In molti lo hanno criticato. Ad esempio Anne Appelbaum del Washington Post ha dichiarato che il segretario di stato per comprendere il valore di una Ucraina sicura e favorevole all'occidente", dovrebbe prima capire il valore della creazione della NATO 70 anni fa.

Tale reazione, secondo Preble, riflette la "quasi religiosa fede" nell'impegno preso dagli Stati Uniti a rispettare presumibilmente le norme internazionali e le convenzioni.

Coloro che negli ultimi 10 anni dirigono la politica estera statunitense ritengono che proprio questa devozione li renda eccezionali, sottolinea Preble, ricordando in particolare le parole del segretario di stato Madeleine Albright "Noi siamo l'America. Noi siamo una nazione indispensabile. Noi ci reggeremo fermamente in piedi e affronteremo il nostro futuro".

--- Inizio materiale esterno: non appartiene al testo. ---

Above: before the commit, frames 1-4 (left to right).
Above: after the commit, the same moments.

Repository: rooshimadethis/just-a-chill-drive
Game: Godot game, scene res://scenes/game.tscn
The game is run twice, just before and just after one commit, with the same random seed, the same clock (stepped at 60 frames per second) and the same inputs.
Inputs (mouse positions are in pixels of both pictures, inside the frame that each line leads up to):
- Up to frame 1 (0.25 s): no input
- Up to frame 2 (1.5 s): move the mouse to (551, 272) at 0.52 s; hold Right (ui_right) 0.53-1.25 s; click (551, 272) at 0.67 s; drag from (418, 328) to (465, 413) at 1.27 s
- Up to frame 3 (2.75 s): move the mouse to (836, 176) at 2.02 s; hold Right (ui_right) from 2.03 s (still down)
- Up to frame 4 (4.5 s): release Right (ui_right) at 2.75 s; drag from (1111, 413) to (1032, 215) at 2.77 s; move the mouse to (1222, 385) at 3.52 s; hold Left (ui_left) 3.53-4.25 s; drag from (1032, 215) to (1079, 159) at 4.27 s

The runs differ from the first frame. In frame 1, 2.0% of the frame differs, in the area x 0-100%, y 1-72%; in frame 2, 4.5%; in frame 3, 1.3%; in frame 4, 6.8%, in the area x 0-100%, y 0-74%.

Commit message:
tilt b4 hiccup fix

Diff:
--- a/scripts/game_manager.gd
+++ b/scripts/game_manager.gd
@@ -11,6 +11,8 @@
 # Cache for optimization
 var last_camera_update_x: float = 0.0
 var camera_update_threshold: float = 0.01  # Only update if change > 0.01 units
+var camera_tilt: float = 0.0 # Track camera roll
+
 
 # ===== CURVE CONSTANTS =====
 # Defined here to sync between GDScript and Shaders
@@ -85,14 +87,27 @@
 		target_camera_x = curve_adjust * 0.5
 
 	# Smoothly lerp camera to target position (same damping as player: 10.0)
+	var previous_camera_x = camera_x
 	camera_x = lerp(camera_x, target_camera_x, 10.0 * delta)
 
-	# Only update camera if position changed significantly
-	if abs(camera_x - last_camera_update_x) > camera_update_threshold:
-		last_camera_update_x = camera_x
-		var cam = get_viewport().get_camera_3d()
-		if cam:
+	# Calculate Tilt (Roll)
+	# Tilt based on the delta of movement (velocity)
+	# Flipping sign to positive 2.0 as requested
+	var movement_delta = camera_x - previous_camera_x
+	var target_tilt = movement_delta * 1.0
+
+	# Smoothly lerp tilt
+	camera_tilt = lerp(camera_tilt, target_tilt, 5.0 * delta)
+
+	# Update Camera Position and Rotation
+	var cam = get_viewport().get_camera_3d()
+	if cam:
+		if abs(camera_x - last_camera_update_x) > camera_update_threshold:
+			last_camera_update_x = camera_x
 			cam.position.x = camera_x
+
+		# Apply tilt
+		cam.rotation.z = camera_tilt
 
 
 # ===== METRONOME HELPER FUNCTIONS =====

Tuttavia l'America si erge su un pendio scivoloso quando tenta di insegnare agli altri l'importanza del rispetto dei trattati internazionali e dell'integrità territoriale dei paesi sovrani scrive l'autore. Questo perché, come osserva l'autore, in paesi come la Turchia o l'Arabia Saudita, dove ci sono violazioni dei diritti umani, Washington chiude un occhio perché li considera paesi alleati.

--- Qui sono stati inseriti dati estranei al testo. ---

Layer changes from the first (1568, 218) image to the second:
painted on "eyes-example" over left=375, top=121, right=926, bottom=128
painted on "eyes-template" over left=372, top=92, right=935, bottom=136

Molti americani non sono d'accordo con le dichiarazioni delle élite: dal loro punto di vista, la peculiarità dell'America è la sua non aderenza agli accordi internazionali e il non garantire la sicurezza di altri paesi. Agli americani gli altri non interessano e sono raramente disposti a rischiare la vita per dei principi, dice Preble. Non è del tutto chiaro se saranno d'accordo a pagare più tasse per il bene degli alleati di Washington, o hanno già dato per scontato la riduzione del budget per i programmi sociali.

"Per quanto riguarda il parere di Tillerson, possiamo rallegrarci o lamentarci a riguardo, ma non dobbiamo ignorarlo. Il segretario di stato USA è degno di lode, e non di biasimo per quello che ha osato chiedere" ha detto l'esperto.